Il se revêt des armes qui ont appartenu jadis au Troyen Hector, et tout récemment à Mandricard. Il fait mettre la selle au brave Frontin, et change lui-même de cimier, d’écu et de soubreveste. Il répugne à prendre, pour tenter cette entreprise, l’aigle blanche sur fond d’azur. Il fait mettre sur son écu une licorne, blanche comme lys, sur champ de gueule.

Parmi ses écuyers, il choisit le plus fidèle, et ne veut pas permettre que d’autres l’accompagnent. Il lui fait jurer de ne jamais révéler à qui que ce soit qu’il est Roger. Il passe la Meuse et le Rhin, franchit l’Autriche et la Hongrie, et chevauche le long de la rive droite du Danube, jusqu’à ce qu’il soit arrivé à Belgrade.

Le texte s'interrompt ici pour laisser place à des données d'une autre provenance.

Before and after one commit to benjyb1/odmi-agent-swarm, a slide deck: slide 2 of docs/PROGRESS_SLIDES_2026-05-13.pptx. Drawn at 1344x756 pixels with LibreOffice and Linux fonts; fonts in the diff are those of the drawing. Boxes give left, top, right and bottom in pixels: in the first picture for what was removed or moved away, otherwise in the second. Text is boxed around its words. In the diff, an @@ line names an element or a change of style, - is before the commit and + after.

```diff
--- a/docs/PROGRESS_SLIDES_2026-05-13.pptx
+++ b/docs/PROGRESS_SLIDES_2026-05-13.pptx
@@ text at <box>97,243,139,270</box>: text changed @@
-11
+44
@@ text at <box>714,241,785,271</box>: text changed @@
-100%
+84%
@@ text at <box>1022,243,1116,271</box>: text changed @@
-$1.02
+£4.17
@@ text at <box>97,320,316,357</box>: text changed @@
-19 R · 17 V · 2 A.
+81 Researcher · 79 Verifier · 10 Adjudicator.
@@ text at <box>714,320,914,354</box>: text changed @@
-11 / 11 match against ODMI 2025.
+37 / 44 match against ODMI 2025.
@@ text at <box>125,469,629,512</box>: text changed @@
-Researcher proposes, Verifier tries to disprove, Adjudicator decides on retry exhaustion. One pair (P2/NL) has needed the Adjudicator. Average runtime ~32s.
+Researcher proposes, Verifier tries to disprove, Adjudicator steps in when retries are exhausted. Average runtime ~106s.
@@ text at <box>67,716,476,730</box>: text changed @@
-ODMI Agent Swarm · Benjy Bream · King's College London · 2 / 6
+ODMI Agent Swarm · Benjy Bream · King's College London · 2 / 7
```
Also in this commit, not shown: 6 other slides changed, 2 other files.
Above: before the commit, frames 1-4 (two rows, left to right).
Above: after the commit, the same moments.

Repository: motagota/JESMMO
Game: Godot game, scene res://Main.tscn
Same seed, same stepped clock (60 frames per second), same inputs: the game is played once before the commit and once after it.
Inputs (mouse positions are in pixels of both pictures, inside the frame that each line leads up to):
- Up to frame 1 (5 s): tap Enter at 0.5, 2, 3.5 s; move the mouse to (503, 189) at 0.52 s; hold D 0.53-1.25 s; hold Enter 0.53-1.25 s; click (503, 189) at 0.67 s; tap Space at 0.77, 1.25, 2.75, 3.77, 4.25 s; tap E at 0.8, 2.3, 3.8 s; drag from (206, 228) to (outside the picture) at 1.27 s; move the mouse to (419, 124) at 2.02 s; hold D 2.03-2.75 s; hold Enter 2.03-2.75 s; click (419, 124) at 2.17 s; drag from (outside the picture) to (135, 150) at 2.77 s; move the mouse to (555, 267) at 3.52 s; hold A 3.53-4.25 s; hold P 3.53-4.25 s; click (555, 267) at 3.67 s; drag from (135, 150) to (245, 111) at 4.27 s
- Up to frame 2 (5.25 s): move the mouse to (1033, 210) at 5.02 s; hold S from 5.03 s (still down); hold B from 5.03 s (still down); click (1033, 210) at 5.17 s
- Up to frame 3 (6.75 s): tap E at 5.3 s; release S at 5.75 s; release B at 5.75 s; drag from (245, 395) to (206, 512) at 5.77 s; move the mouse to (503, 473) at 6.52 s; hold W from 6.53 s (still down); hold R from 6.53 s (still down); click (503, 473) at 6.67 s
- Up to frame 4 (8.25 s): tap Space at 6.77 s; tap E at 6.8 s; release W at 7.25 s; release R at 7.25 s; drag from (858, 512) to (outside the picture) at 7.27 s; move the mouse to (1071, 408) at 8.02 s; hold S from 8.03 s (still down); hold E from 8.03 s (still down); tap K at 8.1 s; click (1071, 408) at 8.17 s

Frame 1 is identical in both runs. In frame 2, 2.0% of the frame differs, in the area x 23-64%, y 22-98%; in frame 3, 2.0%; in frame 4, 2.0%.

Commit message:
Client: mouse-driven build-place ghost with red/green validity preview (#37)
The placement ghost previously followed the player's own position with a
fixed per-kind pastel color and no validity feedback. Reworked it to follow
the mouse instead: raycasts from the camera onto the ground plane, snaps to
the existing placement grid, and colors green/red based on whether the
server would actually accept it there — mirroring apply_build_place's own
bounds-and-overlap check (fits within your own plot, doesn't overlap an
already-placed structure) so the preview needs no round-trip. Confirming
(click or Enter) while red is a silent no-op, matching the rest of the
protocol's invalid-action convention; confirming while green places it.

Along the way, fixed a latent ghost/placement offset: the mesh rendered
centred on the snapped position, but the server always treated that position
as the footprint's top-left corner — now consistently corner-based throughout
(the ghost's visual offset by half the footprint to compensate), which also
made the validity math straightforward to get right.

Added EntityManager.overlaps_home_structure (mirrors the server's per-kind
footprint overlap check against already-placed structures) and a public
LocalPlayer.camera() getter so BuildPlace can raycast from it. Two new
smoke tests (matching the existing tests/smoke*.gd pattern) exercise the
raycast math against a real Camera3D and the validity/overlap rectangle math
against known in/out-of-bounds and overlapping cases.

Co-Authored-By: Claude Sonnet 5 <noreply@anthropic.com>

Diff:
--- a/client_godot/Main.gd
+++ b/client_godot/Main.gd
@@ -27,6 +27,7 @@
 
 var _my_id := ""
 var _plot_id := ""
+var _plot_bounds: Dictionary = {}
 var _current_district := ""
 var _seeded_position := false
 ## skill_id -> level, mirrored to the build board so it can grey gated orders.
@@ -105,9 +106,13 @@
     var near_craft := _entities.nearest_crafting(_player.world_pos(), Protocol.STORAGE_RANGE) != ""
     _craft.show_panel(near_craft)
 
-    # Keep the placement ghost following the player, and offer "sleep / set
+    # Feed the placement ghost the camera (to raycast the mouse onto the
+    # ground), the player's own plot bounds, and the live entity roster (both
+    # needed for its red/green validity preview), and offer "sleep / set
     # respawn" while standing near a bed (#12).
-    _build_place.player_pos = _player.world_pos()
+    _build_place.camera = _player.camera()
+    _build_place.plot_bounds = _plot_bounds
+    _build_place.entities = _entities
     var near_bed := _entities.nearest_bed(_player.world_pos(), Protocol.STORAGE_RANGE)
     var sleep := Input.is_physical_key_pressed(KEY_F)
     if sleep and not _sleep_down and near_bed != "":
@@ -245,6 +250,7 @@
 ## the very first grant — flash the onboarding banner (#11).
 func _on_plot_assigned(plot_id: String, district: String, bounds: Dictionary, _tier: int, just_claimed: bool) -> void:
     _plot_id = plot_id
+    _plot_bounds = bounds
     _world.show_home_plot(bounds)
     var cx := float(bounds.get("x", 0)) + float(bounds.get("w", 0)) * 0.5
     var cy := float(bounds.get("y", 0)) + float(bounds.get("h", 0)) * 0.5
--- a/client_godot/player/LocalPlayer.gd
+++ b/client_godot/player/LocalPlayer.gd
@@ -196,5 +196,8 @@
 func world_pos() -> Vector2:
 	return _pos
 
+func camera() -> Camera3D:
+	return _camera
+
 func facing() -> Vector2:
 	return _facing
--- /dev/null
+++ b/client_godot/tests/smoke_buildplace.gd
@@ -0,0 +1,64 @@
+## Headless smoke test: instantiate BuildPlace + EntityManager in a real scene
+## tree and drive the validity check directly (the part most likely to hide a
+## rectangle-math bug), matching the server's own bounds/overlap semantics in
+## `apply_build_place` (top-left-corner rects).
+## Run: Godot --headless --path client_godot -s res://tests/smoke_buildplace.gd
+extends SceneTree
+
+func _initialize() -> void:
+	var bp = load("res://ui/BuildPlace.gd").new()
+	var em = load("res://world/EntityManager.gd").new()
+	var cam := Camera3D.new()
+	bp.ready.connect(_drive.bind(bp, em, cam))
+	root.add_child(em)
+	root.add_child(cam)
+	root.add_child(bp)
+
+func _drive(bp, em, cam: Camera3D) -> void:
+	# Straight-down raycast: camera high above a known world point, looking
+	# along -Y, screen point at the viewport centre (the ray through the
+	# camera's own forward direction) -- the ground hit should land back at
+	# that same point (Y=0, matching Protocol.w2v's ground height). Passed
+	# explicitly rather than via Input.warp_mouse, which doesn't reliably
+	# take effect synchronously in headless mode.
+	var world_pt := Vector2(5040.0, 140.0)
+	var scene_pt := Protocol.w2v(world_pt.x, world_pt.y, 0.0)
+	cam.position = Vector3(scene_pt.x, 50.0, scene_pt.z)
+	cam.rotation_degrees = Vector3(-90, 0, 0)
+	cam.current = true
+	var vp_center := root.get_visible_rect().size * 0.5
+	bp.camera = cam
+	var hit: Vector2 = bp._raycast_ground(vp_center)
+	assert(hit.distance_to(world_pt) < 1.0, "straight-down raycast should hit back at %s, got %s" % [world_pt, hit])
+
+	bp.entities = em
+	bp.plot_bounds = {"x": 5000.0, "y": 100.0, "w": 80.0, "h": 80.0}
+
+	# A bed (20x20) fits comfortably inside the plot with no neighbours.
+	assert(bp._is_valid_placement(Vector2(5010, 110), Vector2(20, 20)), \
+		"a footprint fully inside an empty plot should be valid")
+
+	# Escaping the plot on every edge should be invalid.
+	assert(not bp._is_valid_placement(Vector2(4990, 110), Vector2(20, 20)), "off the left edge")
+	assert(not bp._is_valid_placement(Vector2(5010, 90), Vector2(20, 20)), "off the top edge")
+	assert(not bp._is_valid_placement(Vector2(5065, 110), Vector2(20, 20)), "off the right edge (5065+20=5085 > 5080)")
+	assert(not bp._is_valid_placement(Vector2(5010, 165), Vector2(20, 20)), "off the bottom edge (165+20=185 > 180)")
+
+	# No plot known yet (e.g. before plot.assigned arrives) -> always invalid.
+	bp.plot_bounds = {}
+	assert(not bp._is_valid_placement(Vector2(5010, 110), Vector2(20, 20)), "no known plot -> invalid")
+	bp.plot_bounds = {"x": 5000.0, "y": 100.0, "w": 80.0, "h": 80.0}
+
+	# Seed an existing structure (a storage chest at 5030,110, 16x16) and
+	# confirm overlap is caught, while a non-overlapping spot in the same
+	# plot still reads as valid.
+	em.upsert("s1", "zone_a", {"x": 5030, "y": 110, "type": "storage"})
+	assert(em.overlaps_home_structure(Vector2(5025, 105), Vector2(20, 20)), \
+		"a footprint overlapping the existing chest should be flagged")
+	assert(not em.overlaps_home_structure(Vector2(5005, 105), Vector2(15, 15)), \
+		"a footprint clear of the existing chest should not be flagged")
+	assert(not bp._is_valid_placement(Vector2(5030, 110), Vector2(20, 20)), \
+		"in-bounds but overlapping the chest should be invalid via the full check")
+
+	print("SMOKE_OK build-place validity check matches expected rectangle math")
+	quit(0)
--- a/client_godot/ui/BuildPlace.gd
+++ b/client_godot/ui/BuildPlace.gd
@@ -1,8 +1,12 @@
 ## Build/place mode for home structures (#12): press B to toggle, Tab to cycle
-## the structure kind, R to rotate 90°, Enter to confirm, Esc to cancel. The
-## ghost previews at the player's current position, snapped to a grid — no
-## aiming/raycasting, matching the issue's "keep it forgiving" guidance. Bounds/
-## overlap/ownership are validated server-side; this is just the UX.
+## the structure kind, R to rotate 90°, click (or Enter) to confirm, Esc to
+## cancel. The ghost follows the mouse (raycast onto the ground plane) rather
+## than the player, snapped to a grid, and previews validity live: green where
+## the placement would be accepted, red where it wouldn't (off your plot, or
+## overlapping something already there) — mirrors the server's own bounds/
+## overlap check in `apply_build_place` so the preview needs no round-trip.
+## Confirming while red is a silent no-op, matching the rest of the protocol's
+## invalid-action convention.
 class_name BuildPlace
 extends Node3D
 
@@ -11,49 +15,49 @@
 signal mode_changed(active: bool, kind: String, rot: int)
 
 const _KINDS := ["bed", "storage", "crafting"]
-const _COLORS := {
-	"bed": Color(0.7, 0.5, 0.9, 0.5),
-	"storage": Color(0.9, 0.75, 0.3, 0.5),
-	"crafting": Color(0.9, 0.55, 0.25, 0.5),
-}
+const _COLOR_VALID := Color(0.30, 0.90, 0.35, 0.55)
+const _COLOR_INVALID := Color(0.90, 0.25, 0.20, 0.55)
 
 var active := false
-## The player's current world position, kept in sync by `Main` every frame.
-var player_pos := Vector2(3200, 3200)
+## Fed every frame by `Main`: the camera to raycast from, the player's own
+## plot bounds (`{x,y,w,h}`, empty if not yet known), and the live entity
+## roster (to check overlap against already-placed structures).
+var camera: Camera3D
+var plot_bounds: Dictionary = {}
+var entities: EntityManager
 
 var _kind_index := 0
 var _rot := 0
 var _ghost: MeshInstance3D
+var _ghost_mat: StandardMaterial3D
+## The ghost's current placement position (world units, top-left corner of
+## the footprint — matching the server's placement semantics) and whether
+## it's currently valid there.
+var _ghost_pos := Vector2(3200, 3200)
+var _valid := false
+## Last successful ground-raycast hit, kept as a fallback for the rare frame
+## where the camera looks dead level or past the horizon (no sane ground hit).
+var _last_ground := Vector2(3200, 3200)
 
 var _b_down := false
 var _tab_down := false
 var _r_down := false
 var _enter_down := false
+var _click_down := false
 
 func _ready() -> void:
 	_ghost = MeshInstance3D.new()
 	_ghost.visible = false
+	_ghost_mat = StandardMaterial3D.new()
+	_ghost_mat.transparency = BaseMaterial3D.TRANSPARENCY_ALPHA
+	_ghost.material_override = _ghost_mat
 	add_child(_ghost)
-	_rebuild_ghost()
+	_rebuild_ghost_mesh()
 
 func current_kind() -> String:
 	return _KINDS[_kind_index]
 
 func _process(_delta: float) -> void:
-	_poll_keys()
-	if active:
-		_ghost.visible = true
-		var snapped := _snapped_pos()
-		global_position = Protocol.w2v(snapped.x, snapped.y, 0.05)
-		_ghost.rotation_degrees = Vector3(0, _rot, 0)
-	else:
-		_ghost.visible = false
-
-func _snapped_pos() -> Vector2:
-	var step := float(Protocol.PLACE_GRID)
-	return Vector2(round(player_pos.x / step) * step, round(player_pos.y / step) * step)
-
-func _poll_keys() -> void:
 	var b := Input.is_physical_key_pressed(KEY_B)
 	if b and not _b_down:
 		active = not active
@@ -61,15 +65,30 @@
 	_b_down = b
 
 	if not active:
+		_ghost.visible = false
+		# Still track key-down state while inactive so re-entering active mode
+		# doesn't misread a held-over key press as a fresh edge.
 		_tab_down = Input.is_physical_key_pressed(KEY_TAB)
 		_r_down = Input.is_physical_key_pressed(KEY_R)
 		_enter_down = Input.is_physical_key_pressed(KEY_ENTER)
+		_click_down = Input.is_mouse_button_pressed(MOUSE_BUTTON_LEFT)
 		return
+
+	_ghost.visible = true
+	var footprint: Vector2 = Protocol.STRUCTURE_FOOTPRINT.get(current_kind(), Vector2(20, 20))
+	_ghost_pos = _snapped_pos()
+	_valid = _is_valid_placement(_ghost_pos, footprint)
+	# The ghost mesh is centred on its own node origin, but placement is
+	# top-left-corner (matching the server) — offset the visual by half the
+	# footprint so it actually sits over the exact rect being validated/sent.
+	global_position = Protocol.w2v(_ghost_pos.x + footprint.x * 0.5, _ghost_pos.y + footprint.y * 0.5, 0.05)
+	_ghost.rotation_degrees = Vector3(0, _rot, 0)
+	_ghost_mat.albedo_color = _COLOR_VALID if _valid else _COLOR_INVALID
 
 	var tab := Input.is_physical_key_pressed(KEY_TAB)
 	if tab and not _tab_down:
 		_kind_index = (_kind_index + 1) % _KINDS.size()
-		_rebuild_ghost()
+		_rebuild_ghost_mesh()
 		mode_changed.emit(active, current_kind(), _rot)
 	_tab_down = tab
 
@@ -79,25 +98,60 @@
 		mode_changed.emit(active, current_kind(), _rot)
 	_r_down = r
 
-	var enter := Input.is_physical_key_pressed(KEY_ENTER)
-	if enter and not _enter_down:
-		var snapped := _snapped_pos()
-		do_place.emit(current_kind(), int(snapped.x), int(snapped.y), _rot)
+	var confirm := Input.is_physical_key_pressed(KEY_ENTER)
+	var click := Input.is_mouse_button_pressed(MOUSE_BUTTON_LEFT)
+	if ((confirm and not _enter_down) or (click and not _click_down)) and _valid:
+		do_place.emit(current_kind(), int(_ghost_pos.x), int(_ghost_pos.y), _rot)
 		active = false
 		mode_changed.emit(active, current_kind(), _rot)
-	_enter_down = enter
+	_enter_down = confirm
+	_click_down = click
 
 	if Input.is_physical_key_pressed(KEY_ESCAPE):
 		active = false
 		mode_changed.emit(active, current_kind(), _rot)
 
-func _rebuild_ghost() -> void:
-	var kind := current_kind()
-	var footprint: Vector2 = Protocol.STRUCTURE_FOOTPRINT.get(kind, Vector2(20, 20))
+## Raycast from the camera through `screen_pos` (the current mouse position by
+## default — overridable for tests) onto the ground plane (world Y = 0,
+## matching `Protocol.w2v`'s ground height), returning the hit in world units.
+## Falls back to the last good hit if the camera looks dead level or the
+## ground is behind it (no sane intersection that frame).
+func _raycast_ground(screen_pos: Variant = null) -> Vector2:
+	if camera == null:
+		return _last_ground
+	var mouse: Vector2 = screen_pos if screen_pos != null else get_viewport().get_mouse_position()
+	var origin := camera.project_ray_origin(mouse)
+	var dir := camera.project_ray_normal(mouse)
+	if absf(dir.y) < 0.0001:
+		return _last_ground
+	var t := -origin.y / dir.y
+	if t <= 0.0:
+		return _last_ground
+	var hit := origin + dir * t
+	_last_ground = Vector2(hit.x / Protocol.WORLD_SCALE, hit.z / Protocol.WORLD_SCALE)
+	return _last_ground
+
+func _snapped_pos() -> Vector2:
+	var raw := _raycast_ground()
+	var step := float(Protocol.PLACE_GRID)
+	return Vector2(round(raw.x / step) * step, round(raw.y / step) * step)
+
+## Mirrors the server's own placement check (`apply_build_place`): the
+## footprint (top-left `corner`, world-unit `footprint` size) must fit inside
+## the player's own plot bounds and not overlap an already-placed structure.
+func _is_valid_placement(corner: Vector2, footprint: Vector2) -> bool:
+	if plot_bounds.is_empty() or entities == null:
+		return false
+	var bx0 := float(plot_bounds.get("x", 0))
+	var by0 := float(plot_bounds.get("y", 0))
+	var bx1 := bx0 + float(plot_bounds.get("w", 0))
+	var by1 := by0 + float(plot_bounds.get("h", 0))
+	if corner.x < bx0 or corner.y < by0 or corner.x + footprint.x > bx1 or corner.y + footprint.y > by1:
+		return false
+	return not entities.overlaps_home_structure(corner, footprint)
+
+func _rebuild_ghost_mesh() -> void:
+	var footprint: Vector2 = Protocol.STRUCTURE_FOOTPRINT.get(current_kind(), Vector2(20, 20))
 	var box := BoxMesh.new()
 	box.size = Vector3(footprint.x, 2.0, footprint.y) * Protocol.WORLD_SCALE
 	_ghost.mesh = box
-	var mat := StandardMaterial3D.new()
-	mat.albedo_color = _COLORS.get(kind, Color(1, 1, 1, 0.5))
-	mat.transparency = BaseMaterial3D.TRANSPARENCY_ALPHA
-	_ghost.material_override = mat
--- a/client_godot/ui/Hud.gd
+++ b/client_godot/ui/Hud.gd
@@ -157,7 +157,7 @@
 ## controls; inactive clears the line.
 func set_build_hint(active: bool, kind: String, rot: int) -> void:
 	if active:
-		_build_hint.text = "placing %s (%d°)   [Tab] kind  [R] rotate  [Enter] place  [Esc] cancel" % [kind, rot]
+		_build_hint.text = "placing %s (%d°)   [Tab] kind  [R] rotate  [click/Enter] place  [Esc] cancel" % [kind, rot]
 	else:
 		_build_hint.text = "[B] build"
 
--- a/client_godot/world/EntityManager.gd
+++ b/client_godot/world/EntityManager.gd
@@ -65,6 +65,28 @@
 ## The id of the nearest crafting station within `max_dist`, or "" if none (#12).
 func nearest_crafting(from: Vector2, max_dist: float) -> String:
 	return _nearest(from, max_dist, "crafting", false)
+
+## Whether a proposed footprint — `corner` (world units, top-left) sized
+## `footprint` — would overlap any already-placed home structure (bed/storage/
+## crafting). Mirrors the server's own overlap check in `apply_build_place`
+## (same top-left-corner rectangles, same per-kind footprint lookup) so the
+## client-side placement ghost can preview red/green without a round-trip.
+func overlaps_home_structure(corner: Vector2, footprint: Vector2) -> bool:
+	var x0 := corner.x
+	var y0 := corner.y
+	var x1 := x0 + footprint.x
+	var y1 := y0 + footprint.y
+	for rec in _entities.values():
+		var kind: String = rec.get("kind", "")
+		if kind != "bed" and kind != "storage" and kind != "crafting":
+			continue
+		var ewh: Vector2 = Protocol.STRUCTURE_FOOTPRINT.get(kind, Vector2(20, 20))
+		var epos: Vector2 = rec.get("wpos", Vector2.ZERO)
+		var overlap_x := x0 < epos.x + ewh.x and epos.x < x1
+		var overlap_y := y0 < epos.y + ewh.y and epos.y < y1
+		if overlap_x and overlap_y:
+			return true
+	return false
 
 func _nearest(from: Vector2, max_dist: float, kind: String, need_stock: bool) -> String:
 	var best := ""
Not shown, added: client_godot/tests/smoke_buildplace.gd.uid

Il descend le fleuve jusqu’à l’endroit où la Sarre vient s’y jeter pour se précipiter avec lui dans la mer. Là, il aperçoit de nombreuses troupes campées sous des tentes où flotte l’étendard impérial. C’est l’armée de Constantin qui veut reprendre Belgrade que les Bulgares lui ont enlevée. Constantin commande en personne ; il a près de lui son fils, et la plus grande partie des forces de l’empire grec.